● **WORK ORDER**:
Only the lines containing the string "does" are needed; copy all of them from the listing.

● **MATERIAL SUPPLIED**:
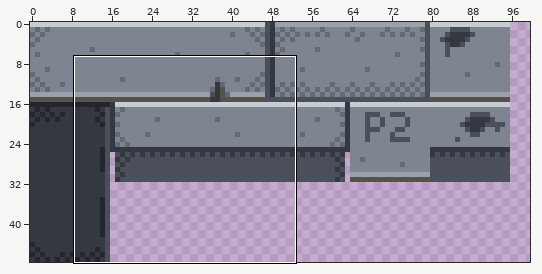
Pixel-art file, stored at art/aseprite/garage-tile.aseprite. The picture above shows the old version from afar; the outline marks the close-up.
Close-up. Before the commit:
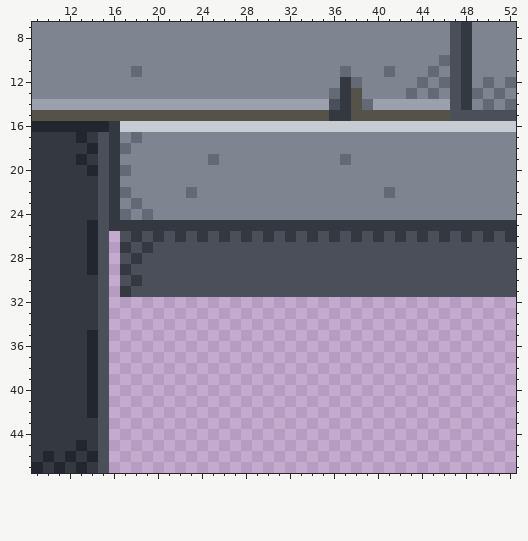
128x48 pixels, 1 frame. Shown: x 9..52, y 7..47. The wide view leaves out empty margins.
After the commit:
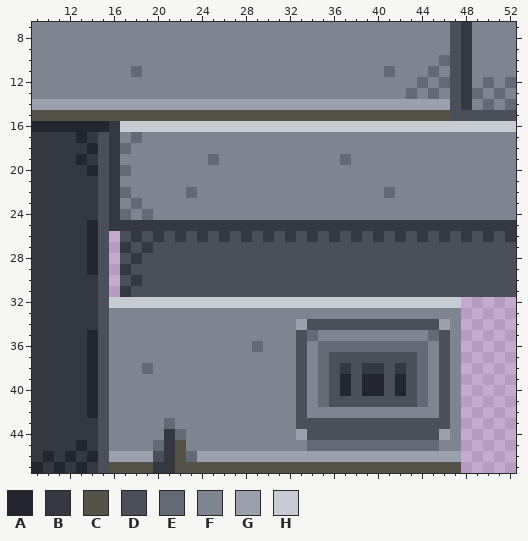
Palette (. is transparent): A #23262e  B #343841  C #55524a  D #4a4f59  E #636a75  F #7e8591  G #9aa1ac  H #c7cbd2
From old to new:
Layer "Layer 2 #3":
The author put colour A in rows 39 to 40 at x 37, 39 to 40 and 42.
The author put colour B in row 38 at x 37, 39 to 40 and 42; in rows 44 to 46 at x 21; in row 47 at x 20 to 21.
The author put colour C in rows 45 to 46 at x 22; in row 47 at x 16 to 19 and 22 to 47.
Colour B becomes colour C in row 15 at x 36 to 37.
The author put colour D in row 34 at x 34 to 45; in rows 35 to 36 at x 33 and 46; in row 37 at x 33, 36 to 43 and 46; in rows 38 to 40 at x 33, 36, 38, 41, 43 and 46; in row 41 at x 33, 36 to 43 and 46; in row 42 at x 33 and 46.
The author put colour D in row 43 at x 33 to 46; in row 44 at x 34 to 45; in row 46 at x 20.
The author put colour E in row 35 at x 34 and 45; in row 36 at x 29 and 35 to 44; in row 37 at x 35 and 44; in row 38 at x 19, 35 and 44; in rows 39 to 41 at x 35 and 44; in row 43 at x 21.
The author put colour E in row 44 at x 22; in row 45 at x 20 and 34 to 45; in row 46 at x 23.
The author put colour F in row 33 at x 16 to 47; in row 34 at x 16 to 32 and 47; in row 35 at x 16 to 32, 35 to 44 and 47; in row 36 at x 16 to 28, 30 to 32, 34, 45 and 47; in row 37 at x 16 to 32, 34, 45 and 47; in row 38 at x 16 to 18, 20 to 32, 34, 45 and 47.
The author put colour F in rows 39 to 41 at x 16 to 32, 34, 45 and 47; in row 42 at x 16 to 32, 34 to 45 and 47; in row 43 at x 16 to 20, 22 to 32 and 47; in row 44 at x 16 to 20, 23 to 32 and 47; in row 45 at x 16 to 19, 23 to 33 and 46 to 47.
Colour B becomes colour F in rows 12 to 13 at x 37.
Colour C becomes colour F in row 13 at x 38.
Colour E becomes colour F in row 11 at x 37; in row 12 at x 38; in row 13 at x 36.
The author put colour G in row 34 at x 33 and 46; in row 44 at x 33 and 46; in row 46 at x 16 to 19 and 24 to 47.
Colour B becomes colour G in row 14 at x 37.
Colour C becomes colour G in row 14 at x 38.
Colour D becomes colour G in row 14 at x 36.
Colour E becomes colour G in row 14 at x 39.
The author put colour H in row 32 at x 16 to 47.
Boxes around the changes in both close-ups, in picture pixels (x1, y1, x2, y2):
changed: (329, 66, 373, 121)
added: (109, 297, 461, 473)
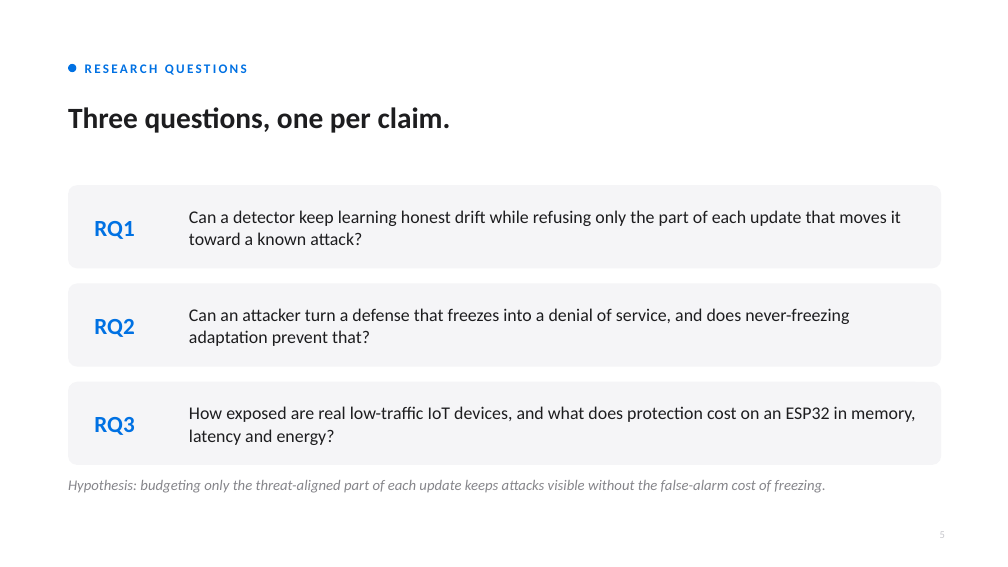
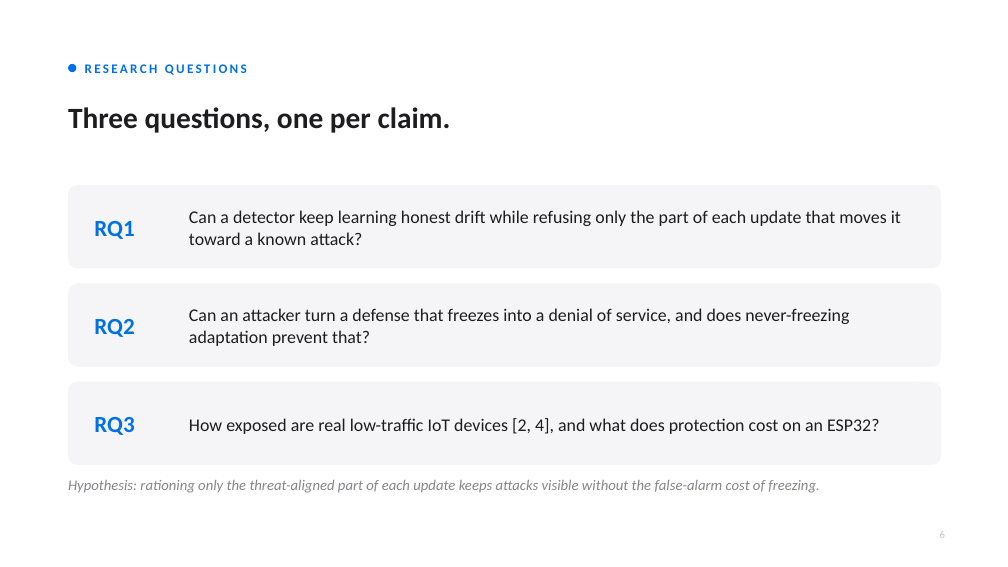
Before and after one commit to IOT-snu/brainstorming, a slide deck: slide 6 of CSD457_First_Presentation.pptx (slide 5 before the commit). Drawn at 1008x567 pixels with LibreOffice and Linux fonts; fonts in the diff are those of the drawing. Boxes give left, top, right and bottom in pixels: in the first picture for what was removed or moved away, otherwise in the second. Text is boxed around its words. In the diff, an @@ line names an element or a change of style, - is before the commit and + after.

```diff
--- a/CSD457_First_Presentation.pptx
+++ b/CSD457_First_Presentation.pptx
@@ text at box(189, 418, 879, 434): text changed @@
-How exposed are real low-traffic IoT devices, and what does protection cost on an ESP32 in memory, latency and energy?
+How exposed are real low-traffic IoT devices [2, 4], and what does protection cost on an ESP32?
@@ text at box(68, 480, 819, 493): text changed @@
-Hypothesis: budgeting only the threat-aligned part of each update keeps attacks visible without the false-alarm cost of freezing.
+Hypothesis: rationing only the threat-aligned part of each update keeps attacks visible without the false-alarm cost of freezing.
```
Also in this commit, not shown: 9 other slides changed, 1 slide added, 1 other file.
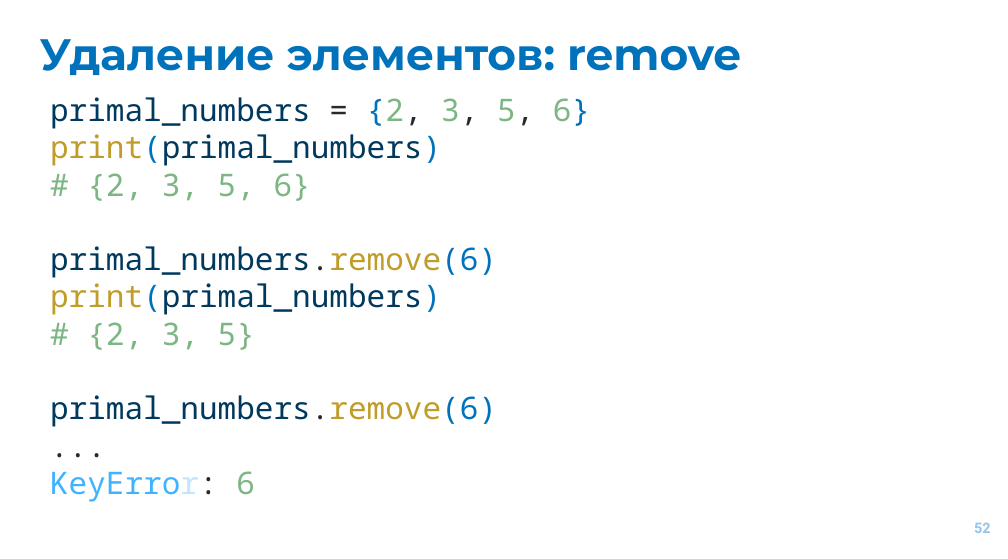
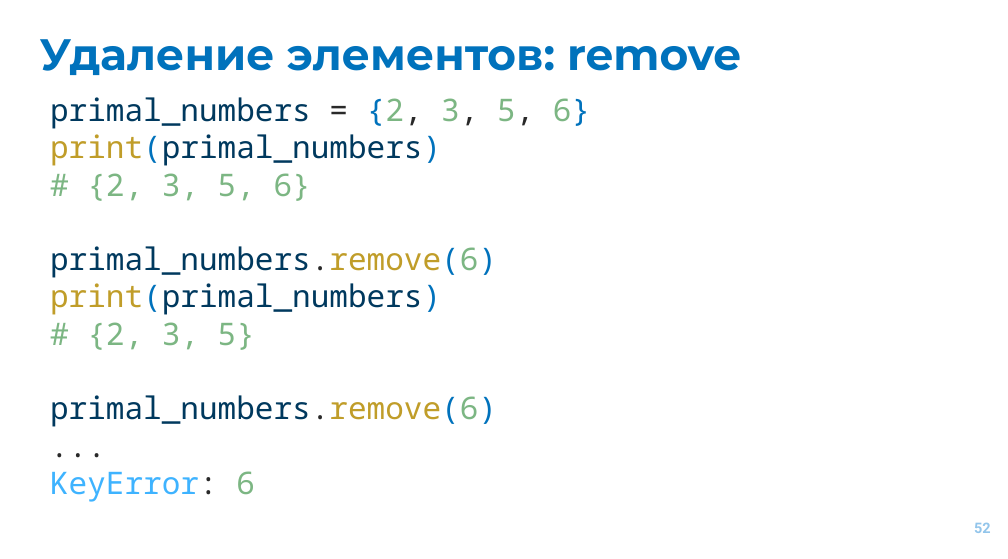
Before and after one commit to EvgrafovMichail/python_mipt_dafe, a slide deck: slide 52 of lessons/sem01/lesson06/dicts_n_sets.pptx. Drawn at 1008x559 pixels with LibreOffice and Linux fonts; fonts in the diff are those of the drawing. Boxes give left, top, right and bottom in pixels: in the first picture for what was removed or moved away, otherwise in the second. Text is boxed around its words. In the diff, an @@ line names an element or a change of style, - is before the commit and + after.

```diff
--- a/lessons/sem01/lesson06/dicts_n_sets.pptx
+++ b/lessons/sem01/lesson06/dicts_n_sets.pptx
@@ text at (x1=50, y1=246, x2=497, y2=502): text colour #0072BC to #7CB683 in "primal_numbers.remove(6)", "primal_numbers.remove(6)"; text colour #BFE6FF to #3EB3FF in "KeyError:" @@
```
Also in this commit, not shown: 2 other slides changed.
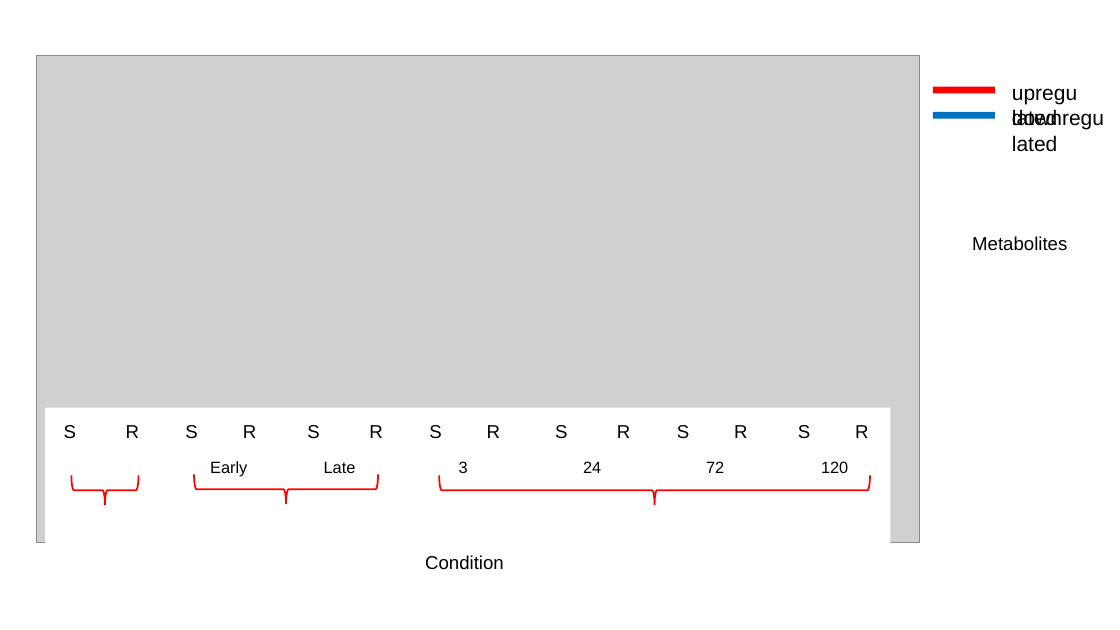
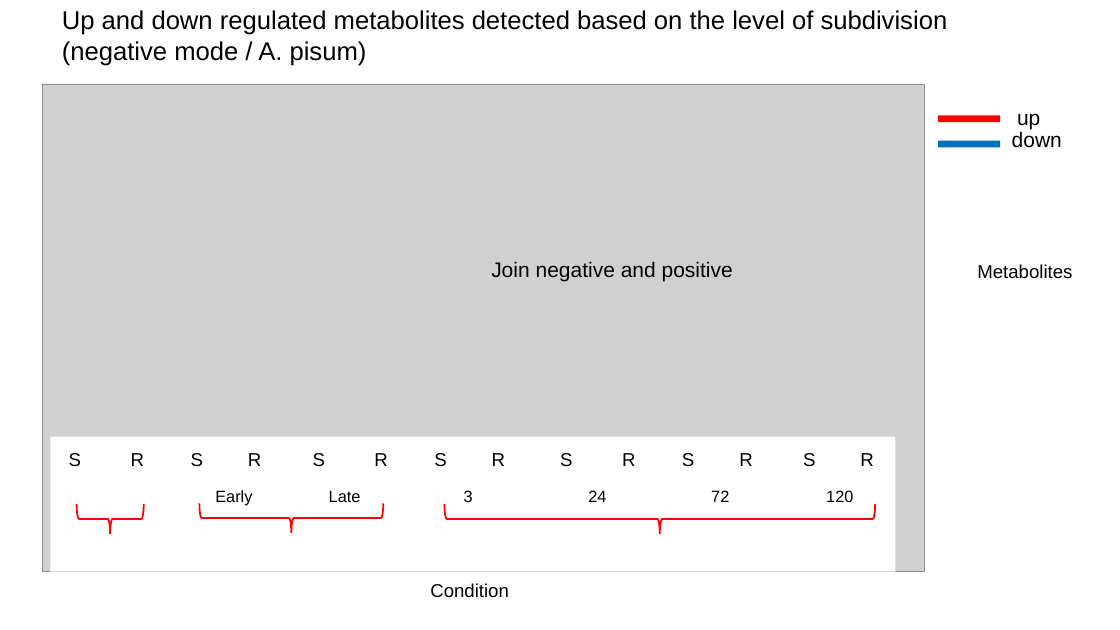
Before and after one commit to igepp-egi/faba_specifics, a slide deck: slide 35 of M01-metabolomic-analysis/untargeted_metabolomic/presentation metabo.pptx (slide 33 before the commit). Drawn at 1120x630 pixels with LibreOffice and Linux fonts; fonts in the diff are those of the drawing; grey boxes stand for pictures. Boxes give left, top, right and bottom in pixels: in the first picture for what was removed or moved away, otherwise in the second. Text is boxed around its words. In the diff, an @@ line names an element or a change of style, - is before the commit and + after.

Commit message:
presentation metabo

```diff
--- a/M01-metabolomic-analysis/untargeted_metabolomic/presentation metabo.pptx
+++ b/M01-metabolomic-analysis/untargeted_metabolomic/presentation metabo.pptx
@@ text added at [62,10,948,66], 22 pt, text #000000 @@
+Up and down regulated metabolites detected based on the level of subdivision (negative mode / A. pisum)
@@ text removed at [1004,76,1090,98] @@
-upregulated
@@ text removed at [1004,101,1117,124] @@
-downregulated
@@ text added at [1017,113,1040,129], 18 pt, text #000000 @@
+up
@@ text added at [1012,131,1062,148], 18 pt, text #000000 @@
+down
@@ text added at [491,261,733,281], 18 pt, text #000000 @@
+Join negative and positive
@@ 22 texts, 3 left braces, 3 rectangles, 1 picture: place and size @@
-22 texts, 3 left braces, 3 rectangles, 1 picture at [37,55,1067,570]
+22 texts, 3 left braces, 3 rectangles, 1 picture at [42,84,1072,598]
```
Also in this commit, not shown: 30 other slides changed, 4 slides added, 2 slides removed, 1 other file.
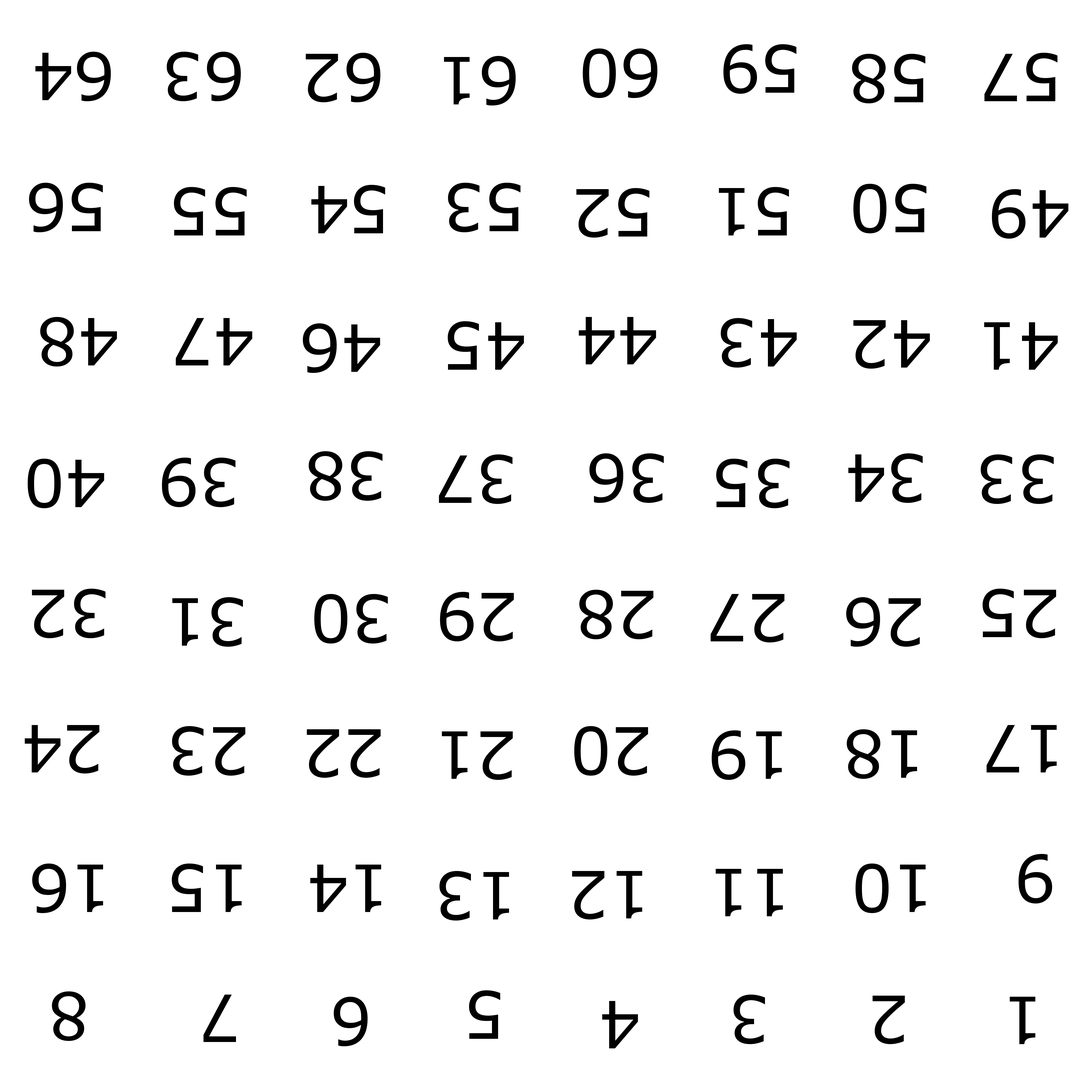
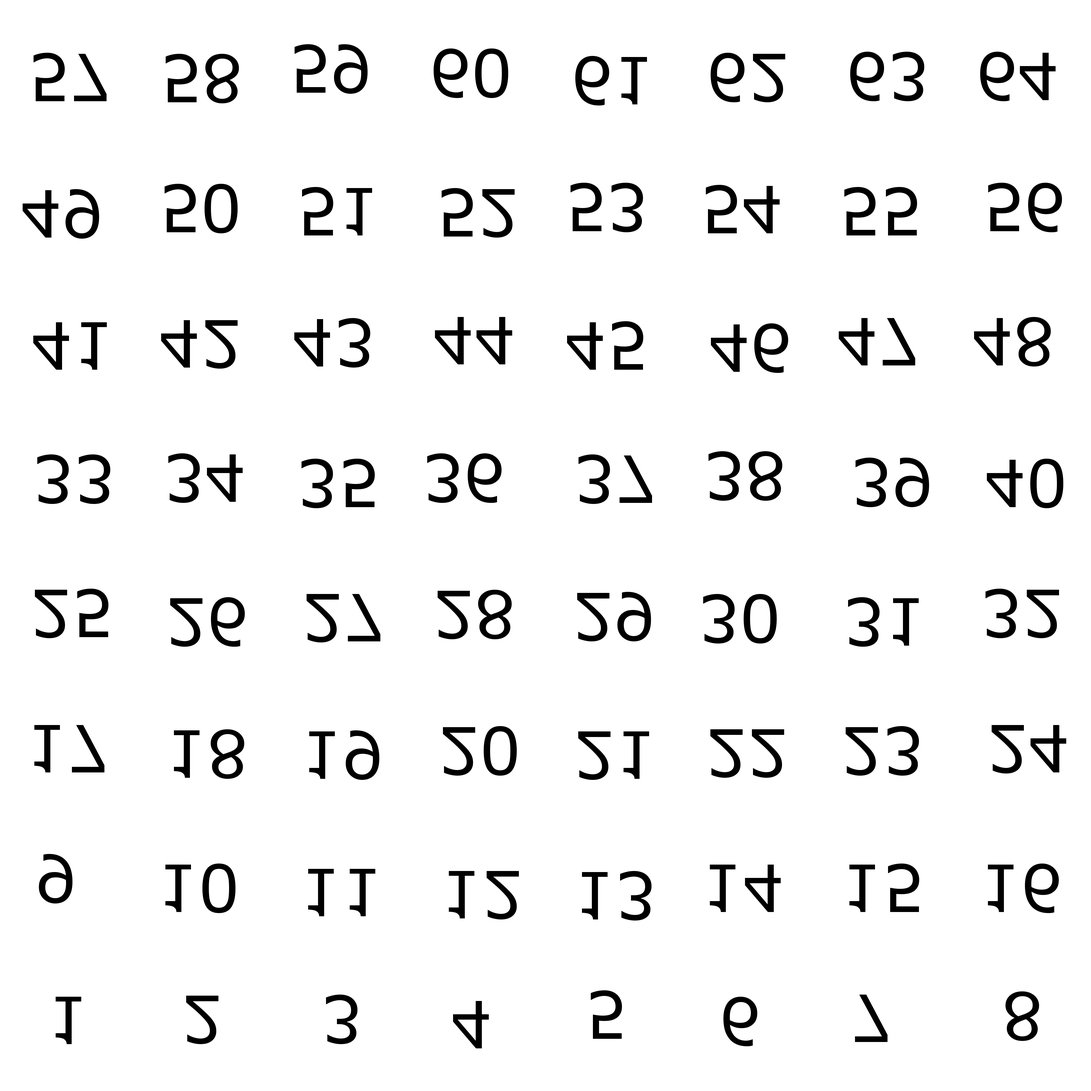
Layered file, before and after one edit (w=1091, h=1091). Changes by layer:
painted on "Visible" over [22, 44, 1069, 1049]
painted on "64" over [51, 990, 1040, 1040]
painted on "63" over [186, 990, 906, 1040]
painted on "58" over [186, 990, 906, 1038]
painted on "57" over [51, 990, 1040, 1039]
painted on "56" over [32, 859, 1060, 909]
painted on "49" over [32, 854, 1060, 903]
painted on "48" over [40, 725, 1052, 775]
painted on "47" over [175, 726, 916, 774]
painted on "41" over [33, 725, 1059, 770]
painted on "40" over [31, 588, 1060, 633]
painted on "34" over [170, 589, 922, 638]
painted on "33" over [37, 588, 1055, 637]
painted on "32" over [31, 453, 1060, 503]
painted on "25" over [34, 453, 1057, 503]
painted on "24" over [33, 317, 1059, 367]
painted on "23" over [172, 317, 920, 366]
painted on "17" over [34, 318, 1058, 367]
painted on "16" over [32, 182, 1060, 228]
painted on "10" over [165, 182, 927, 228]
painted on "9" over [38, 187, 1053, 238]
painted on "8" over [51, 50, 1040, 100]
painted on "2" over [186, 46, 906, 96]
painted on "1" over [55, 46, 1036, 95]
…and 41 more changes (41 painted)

● **RESPONSE**:
-How exposed are real low-traffic IoT devices, and what does protection cost on an ESP32 in memory, latency and energy?
+How exposed are real low-traffic IoT devices [2, 4], and what does protection cost on an ESP32?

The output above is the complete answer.